Performance dropped sharply when the input length or the number of reasoning steps changed, with the model trying to force the usual number of steps by arbitrarily adding or removing characters. Even minor tweaks in input format, like inserting "noise tokens" before the actual characters, were enough to disrupt the model's chain-of-thought reasoning.
"Together, these findings suggest that LLMs are not principled reasoners but rather sophisticated simulators of reasoning-like text," the authors write.

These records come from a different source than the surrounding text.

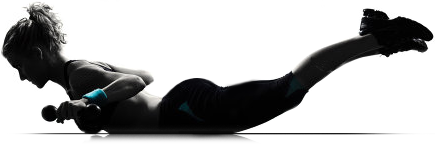
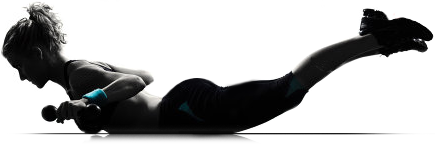
The second 435 × 145 image is a revision of the first. Changes to its layers:
painted on "Layer 1" over box(379, 8, 435, 58)
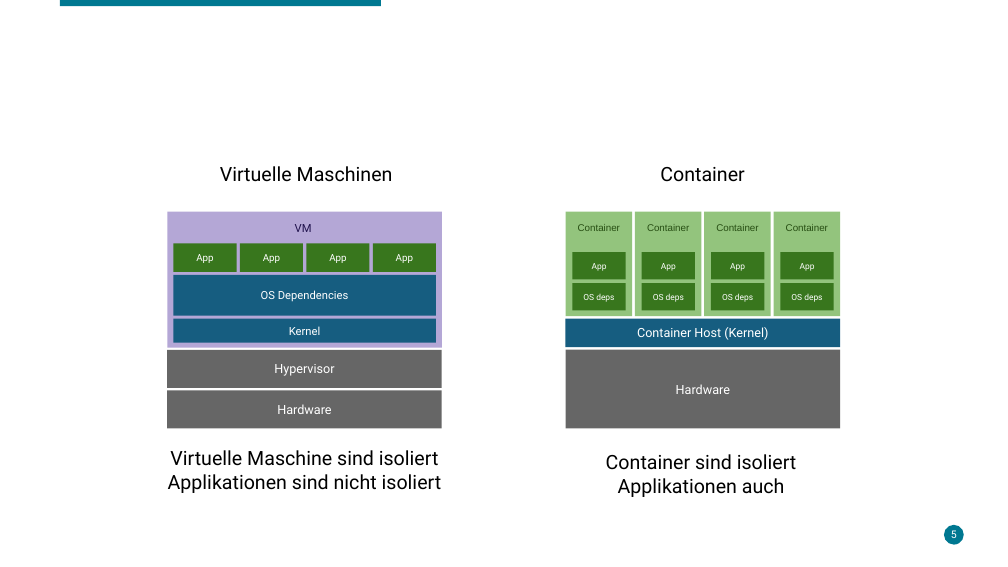
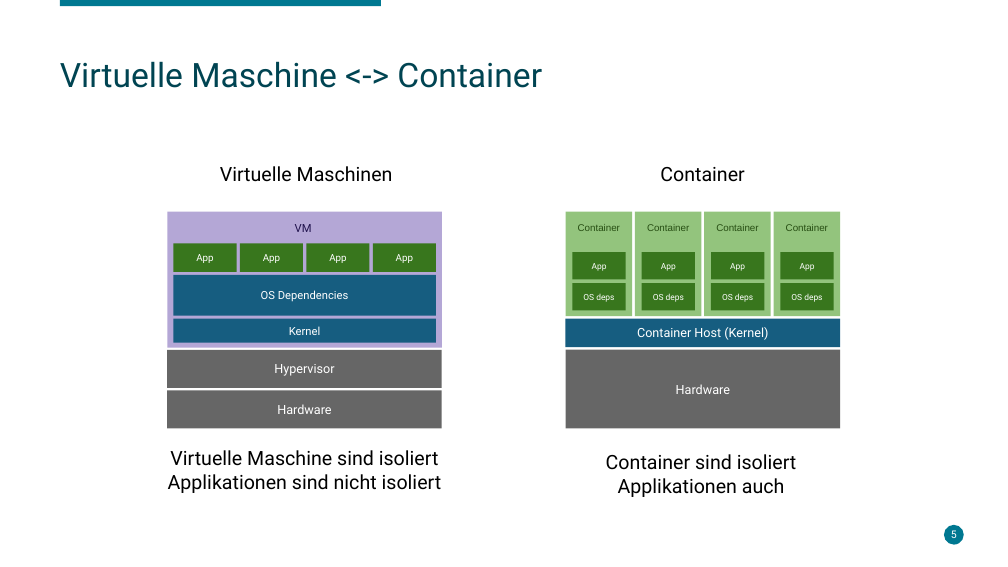
Before and after one commit to lukeelten/openshift-slac, a slide deck: slide 5 of Enterprise Container Management.odp. Drawn at 1008x567 pixels with LibreOffice and Linux fonts; fonts in the diff are those of the drawing; background and template pictures are left out. Boxes give left, top, right and bottom in pixels: in the first picture for what was removed or moved away, otherwise in the second. Text is boxed around its words. In the diff, an @@ line names an element or a change of style, - is before the commit and + after.

```diff
--- a/Enterprise Container Management.odp
+++ b/Enterprise Container Management.odp
@@ title added at (60, 61, 542, 88), 24 pt, text #004452 @@
+Virtuelle Maschine <-> Container
```
Also in this commit, not shown: 6 other slides changed, 9 slides added, 10 slides removed.
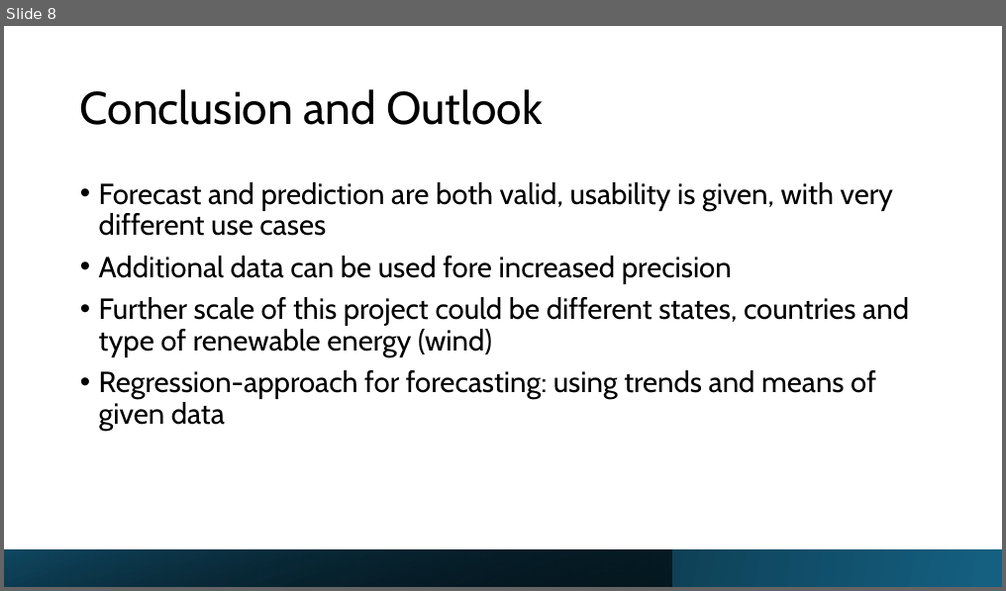
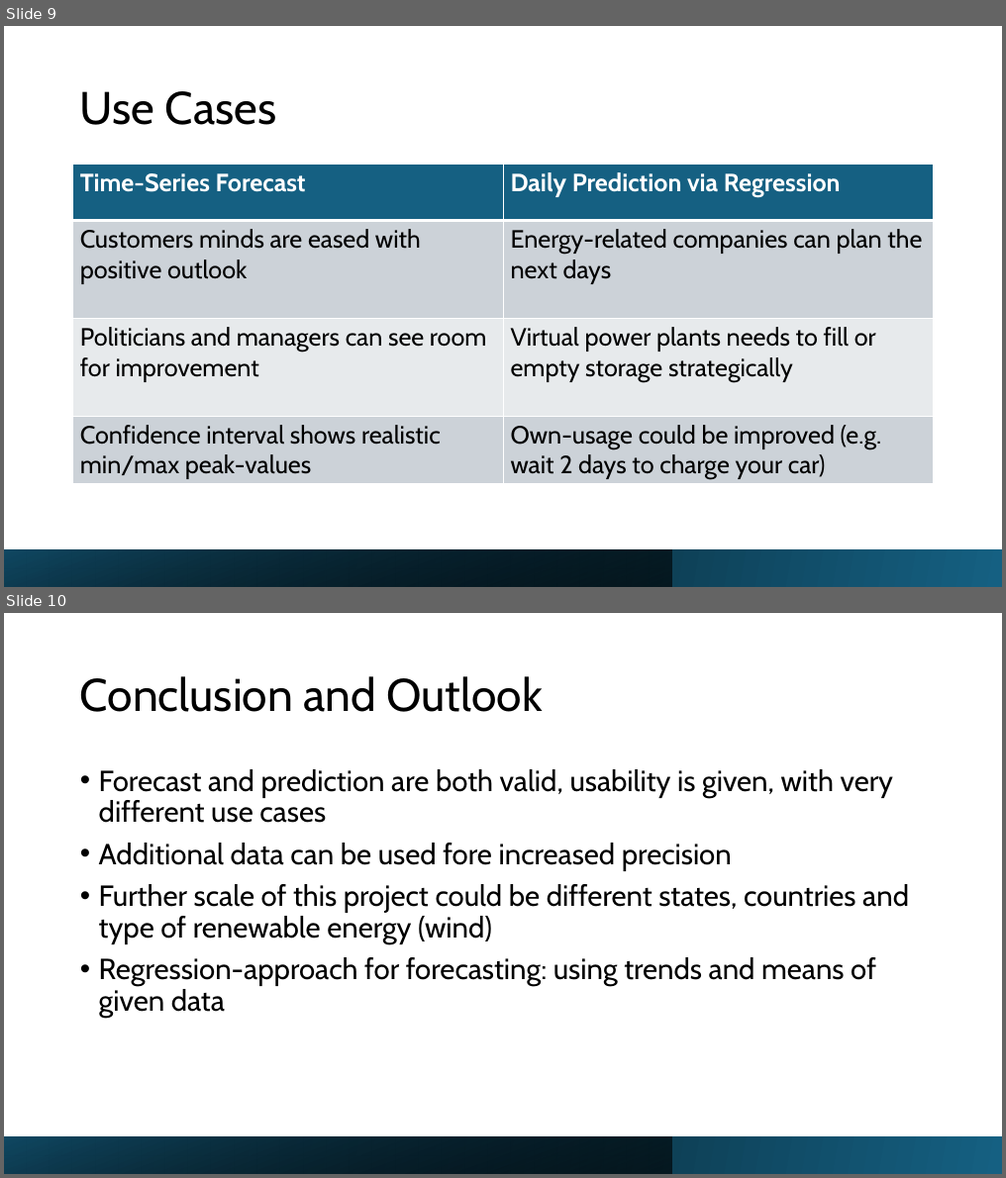
Before and after one commit to raminsdp/Energy_Production_data_repo, a slide deck: Solar_Project_EDA.pptx. Shown one above the other, each under a label of ours: slide 8 before the commit, slides 9 and 10 after it. The pictures are 1006x591 and 1006x1178 pixels, drawn with LibreOffice and Linux fonts; fonts in the diff are those of the drawing. Boxes give left, top, right and bottom in pixels: in the first picture for what was removed or moved away, otherwise in the second. Text is boxed around its words. In the diff, an @@ line names an element or a change of style, - is before the commit and + after.

```diff
--- a/Solar_Project_EDA.pptx
+++ b/Solar_Project_EDA.pptx
@@ slide 9 added at <box>4,26,1002,587</box>, background #FFFFFF @@
@@ title added at <box>80,91,277,125</box>, 44 pt, text #000000 @@
+Use Cases
@@ table added at <box>73,165,934,483</box>, 4 rows, 2 columns @@
+Time-Series Forecast | Daily Prediction via Regression
+Customers minds are eased with positive outlook | Energy-related companies can plan the next days
+Politicians and managers can see room for improvement | Virtual power plants needs to fill or empty storage strategically
+Confidence interval shows realistic min/max peak-values | Own-usage could be improved (e.g. wait 2 days to charge your car)
@@ rectangle added at <box>4,550,1002,587</box>, fill gradient #156082 to #000000 @@
@@ rectangle added at <box>4,550,672,587</box>, fill gradient #000000 to #104862 @@
@@ what was slide 8 is now slide 10 @@
```
Also in this commit, not shown: 3 slides changed, 1 other slide added, 3 other files.

The ASU team cautions that CoT outputs should not be mistaken for genuine reasoning, especially in high-stakes applications. The models can produce convincing, but logically flawed, answers—what the authors call "fluent nonsense"—which carries real risks.
The researchers illustrate this deceptive coherence with an example: when asked whether the founding date of the USA in 1776 was in a leap year, a Google Gemini model initially deduces correctly: "1776 is divisible by 4, but it is not a century year, so it is a leap year."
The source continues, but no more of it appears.